Activity: Copy, exactly and without additions, every line in the records below from the one holding "PIN_LENGTH, centered=(True, True, False))" through the one holding "solid = feature.val()", both ends included.

Material for the task:
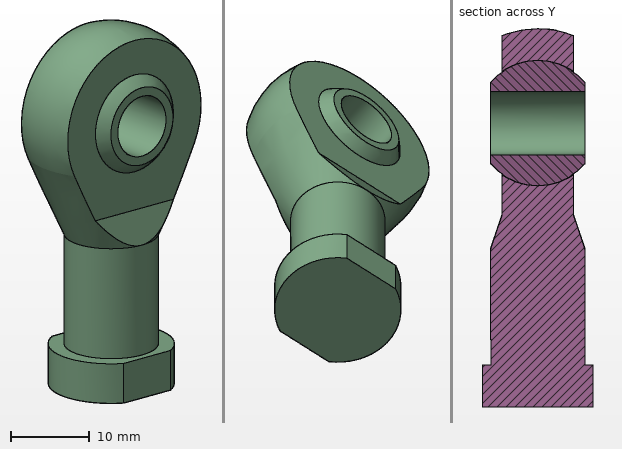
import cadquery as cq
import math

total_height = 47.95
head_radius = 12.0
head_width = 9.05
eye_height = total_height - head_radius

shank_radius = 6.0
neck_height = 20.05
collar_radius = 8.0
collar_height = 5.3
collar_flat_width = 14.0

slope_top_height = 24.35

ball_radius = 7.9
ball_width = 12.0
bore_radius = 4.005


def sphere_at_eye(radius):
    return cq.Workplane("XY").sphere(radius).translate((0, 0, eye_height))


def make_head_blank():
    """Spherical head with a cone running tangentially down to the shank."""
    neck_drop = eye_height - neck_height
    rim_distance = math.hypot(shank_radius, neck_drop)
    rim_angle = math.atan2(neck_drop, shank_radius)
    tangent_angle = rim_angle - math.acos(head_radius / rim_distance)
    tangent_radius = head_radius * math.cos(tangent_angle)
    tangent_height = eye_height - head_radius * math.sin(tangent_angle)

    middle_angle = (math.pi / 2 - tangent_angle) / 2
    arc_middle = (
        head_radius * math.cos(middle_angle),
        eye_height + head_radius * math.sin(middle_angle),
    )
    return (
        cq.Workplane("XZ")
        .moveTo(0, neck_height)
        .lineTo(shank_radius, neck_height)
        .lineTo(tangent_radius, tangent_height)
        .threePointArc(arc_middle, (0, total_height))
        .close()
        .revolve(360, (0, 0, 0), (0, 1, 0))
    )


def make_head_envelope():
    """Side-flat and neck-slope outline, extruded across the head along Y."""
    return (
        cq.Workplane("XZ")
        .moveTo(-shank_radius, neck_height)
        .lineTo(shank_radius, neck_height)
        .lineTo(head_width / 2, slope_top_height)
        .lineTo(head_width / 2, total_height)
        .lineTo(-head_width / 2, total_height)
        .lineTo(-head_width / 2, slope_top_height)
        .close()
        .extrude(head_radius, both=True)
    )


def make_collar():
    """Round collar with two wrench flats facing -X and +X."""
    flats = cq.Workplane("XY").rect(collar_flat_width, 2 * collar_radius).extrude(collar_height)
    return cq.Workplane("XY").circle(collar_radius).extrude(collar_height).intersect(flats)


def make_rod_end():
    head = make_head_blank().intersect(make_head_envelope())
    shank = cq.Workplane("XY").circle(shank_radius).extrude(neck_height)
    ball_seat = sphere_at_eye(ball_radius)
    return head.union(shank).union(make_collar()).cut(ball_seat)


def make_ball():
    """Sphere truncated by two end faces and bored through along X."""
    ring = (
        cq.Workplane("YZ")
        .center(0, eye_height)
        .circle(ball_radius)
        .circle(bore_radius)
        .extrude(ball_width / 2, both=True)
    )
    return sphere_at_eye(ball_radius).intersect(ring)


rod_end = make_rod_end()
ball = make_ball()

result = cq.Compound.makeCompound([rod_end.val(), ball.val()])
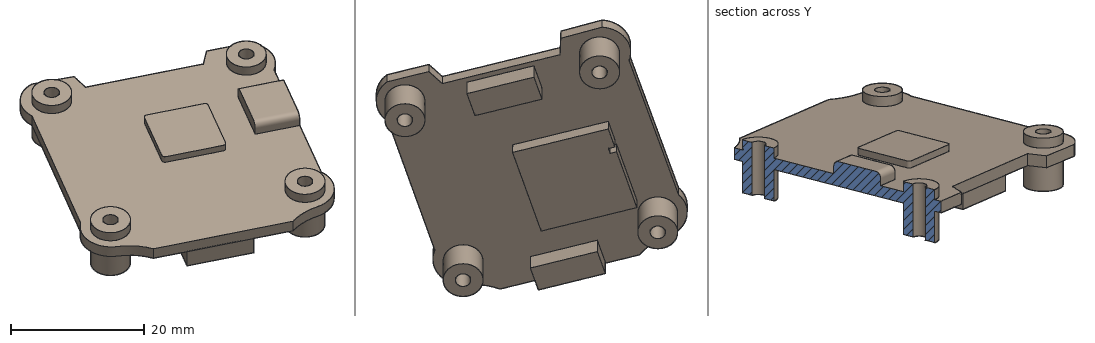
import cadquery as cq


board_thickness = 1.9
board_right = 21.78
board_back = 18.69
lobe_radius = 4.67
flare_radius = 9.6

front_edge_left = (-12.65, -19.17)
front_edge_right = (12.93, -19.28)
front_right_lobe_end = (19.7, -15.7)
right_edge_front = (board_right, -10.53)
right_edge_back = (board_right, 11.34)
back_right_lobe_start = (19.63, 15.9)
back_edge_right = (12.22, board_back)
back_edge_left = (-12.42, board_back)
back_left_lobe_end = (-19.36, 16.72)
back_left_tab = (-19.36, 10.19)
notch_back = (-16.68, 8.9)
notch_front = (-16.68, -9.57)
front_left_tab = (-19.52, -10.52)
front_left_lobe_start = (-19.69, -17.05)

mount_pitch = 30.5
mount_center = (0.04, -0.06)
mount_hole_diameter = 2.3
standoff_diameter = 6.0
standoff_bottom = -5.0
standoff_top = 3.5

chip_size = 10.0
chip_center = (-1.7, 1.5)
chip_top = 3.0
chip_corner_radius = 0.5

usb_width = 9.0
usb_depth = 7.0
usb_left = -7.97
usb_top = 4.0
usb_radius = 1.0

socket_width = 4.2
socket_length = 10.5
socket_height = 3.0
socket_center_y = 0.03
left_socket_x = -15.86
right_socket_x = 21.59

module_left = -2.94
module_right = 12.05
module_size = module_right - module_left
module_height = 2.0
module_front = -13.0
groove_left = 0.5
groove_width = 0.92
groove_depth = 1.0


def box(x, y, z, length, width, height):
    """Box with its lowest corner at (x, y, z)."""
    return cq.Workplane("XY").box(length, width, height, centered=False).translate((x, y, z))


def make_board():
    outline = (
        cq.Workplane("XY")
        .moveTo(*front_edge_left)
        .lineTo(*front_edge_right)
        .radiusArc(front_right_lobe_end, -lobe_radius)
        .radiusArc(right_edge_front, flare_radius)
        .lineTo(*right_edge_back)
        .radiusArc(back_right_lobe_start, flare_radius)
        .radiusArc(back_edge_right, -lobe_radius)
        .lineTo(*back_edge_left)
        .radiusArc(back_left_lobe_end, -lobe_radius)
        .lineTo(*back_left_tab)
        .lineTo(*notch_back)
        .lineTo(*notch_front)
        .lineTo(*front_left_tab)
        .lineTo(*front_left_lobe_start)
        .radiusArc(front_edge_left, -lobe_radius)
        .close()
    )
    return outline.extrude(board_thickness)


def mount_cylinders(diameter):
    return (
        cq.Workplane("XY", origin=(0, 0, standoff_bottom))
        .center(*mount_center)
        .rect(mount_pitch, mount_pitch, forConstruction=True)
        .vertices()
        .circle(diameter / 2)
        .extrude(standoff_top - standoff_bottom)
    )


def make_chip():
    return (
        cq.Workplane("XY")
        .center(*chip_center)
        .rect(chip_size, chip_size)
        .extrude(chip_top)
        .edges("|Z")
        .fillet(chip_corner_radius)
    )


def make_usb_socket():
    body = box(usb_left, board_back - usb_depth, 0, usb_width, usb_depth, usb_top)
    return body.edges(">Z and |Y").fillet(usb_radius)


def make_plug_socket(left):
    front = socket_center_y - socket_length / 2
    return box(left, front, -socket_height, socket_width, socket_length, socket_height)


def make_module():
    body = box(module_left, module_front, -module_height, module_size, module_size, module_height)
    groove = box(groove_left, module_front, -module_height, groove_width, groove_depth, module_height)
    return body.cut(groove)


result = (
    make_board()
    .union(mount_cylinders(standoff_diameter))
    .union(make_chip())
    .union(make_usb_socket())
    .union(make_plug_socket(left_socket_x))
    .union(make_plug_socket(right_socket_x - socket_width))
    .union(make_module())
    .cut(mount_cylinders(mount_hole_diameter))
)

==

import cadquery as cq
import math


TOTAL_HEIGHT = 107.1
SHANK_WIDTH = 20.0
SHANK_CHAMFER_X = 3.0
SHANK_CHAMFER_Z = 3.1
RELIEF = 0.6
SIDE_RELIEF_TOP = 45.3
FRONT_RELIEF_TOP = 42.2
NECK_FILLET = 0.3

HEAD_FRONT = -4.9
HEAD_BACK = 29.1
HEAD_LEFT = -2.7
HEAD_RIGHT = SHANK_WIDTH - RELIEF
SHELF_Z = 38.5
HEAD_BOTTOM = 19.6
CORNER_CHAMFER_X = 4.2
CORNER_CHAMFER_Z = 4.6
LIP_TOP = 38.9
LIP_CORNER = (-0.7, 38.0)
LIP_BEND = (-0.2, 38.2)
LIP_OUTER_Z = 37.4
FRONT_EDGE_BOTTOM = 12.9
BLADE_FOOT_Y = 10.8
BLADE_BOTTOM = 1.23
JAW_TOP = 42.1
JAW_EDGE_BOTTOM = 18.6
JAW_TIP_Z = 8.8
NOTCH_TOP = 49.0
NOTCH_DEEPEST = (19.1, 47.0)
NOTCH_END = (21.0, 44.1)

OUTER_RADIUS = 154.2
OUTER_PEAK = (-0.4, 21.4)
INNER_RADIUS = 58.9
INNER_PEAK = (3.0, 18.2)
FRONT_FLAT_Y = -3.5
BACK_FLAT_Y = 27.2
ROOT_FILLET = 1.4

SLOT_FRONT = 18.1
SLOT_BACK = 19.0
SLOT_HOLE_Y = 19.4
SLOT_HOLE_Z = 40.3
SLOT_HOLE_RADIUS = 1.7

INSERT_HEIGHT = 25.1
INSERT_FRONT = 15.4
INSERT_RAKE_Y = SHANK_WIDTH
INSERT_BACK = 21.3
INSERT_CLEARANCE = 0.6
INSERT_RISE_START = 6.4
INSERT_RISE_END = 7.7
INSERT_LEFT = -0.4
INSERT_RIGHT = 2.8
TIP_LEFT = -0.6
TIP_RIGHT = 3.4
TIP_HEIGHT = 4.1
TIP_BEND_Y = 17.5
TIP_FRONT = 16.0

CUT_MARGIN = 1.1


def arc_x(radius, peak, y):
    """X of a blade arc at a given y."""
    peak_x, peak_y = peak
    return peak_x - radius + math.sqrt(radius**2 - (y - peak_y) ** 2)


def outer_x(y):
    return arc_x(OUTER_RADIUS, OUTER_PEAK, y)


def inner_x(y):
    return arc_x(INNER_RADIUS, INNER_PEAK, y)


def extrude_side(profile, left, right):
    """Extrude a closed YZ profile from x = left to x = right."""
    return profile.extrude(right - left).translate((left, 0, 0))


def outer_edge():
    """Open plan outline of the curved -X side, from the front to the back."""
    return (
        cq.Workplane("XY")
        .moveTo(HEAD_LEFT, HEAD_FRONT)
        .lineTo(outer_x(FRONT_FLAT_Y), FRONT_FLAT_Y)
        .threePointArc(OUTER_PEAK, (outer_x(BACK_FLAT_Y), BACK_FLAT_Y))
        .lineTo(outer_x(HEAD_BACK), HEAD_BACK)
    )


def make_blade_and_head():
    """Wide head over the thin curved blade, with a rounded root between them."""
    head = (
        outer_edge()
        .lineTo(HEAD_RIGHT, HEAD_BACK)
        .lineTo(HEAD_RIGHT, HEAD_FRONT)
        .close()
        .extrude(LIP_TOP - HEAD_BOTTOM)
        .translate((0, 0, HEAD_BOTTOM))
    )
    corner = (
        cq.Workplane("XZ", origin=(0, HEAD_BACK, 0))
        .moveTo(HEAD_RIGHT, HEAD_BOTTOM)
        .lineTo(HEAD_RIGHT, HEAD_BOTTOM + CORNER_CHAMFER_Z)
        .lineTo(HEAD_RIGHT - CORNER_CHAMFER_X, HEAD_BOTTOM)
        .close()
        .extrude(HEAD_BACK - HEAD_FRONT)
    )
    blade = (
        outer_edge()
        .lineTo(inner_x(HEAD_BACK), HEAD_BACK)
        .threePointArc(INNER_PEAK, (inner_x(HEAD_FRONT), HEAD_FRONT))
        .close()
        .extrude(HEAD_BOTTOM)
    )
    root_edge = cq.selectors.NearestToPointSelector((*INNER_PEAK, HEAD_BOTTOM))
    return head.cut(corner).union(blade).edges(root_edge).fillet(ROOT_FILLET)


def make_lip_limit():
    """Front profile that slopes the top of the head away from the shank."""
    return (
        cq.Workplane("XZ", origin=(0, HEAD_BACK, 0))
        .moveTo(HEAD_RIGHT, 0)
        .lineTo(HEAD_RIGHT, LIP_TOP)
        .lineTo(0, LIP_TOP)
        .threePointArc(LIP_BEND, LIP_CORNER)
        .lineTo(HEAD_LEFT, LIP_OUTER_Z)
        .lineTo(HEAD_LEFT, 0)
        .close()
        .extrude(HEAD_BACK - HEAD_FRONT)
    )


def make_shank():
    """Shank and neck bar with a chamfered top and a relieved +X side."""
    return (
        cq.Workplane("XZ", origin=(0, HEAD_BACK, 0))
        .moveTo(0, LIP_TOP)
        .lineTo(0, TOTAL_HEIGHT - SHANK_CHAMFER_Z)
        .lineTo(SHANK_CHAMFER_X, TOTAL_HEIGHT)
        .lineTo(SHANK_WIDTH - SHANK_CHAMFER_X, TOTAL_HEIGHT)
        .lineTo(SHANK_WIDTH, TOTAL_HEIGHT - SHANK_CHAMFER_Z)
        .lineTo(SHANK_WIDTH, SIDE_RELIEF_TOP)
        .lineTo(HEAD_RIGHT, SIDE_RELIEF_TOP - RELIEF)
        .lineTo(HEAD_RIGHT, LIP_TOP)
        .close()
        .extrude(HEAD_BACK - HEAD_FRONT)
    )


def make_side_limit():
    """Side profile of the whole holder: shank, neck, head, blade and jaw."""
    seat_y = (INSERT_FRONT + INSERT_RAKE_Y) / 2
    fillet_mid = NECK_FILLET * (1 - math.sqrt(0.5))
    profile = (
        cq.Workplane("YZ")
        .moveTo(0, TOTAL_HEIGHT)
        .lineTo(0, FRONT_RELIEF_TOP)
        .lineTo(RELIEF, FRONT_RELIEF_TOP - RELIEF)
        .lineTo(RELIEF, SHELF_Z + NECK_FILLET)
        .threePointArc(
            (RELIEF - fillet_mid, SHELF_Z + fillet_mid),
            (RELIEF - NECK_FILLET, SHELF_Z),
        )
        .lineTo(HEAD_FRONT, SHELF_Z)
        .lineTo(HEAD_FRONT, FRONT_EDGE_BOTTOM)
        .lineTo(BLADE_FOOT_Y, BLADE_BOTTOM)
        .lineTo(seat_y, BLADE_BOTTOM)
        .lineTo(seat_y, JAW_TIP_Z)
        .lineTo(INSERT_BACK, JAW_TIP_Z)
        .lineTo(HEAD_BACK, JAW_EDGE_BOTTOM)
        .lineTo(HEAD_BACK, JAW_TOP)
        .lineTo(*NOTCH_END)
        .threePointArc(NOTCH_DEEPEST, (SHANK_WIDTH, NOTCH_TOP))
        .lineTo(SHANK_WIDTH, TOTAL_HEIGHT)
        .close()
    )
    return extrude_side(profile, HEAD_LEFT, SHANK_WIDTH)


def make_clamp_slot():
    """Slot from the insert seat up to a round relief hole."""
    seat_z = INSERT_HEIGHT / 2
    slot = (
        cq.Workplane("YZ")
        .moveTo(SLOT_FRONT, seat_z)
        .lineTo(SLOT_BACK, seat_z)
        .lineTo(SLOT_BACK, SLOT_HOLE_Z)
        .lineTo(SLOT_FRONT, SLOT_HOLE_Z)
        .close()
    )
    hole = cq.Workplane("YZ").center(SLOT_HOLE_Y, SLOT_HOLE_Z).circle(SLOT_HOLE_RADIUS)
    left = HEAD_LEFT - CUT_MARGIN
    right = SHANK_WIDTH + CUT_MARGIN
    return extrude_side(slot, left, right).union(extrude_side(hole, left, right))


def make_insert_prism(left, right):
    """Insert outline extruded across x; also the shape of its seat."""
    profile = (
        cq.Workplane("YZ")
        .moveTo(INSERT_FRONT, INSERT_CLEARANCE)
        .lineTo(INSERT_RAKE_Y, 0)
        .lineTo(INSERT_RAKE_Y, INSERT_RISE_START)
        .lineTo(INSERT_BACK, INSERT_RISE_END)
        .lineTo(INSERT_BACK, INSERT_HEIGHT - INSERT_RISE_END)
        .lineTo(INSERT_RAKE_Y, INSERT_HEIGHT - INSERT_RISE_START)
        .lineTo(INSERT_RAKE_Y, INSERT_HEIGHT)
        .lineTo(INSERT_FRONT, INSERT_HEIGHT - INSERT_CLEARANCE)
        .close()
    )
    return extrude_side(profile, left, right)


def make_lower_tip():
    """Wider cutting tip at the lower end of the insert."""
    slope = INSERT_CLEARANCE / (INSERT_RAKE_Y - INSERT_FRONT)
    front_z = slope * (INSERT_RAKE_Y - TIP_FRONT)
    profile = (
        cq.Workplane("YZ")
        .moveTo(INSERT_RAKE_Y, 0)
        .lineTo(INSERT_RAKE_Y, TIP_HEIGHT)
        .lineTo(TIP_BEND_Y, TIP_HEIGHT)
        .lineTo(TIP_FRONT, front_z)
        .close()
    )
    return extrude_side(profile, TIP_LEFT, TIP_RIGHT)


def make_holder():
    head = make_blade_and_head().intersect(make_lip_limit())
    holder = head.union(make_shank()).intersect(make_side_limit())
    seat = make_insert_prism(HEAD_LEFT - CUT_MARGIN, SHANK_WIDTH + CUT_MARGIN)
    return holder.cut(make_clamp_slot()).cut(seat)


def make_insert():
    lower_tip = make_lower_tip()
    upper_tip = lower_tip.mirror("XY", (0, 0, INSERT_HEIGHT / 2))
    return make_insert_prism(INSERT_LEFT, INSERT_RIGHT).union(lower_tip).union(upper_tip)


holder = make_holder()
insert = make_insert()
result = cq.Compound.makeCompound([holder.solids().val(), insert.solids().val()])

---

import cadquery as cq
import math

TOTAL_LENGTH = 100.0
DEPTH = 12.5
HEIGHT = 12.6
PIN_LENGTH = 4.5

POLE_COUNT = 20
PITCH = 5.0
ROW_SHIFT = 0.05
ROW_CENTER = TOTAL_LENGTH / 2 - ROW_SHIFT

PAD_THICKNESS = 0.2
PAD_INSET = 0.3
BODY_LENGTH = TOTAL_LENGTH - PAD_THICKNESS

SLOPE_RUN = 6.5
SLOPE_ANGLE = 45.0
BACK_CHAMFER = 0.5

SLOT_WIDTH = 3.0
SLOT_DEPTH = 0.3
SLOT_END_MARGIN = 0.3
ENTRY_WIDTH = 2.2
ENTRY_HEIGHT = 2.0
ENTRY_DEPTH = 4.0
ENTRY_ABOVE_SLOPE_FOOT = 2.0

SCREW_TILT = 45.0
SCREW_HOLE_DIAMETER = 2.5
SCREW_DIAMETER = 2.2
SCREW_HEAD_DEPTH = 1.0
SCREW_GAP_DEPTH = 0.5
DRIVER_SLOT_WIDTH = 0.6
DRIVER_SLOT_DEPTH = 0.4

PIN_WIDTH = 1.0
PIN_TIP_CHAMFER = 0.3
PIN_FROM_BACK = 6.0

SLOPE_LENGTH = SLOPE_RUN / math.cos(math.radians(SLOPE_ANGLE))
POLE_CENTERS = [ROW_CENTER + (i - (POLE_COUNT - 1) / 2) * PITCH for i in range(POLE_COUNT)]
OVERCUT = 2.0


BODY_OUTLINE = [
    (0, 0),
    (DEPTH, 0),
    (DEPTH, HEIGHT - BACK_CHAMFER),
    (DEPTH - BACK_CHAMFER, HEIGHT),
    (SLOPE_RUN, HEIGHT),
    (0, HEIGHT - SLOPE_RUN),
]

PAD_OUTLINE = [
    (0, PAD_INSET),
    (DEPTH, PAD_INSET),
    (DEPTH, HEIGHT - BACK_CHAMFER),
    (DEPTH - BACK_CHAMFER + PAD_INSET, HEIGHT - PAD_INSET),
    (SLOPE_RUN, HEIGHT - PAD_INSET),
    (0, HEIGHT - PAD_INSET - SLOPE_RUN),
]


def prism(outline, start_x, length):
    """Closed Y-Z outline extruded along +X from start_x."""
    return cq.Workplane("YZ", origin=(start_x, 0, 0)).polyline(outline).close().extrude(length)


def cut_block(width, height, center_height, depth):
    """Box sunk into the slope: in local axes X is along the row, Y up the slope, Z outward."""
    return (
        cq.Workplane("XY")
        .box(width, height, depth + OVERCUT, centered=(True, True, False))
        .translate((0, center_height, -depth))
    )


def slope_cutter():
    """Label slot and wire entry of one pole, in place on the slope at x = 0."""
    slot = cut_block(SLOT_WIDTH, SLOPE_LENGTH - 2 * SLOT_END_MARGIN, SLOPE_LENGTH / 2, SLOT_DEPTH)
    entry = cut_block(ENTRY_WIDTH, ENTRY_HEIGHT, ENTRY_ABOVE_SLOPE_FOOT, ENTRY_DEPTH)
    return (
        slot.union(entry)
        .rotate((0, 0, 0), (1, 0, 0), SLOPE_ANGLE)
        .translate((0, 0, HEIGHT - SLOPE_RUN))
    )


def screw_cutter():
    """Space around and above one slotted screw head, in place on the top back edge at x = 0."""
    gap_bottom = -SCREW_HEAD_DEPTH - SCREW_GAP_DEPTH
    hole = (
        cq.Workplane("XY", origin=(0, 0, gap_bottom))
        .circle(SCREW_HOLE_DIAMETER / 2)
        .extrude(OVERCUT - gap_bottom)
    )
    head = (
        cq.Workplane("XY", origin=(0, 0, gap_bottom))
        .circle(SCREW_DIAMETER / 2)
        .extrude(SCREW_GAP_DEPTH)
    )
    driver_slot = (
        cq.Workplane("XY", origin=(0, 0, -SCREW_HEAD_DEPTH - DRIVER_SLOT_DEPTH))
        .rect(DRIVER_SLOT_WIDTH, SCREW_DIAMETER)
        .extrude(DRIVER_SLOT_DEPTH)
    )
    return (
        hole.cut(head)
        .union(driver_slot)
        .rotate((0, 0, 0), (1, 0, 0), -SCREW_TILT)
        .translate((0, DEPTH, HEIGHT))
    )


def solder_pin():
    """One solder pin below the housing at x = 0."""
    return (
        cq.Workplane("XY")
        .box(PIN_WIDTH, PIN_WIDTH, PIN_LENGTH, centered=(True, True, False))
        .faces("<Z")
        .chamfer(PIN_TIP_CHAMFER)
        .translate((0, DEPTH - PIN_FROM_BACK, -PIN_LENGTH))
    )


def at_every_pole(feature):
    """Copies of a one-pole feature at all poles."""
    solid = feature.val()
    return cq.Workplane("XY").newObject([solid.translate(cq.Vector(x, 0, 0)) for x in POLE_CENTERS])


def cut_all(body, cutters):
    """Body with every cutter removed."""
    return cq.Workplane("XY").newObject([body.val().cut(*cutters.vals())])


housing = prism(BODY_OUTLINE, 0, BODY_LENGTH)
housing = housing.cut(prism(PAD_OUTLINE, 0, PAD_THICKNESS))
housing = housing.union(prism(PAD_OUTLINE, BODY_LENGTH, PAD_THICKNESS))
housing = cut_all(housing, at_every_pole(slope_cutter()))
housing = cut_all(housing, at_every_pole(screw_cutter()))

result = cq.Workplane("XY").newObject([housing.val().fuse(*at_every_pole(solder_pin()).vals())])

Answer section:
        .box(PIN_WIDTH, PIN_WIDTH, PIN_LENGTH, centered=(True, True, False))
        .faces("<Z")
        .chamfer(PIN_TIP_CHAMFER)
        .translate((0, DEPTH - PIN_FROM_BACK, -PIN_LENGTH))
    )


def at_every_pole(feature):
    """Copies of a one-pole feature at all poles."""
    solid = feature.val()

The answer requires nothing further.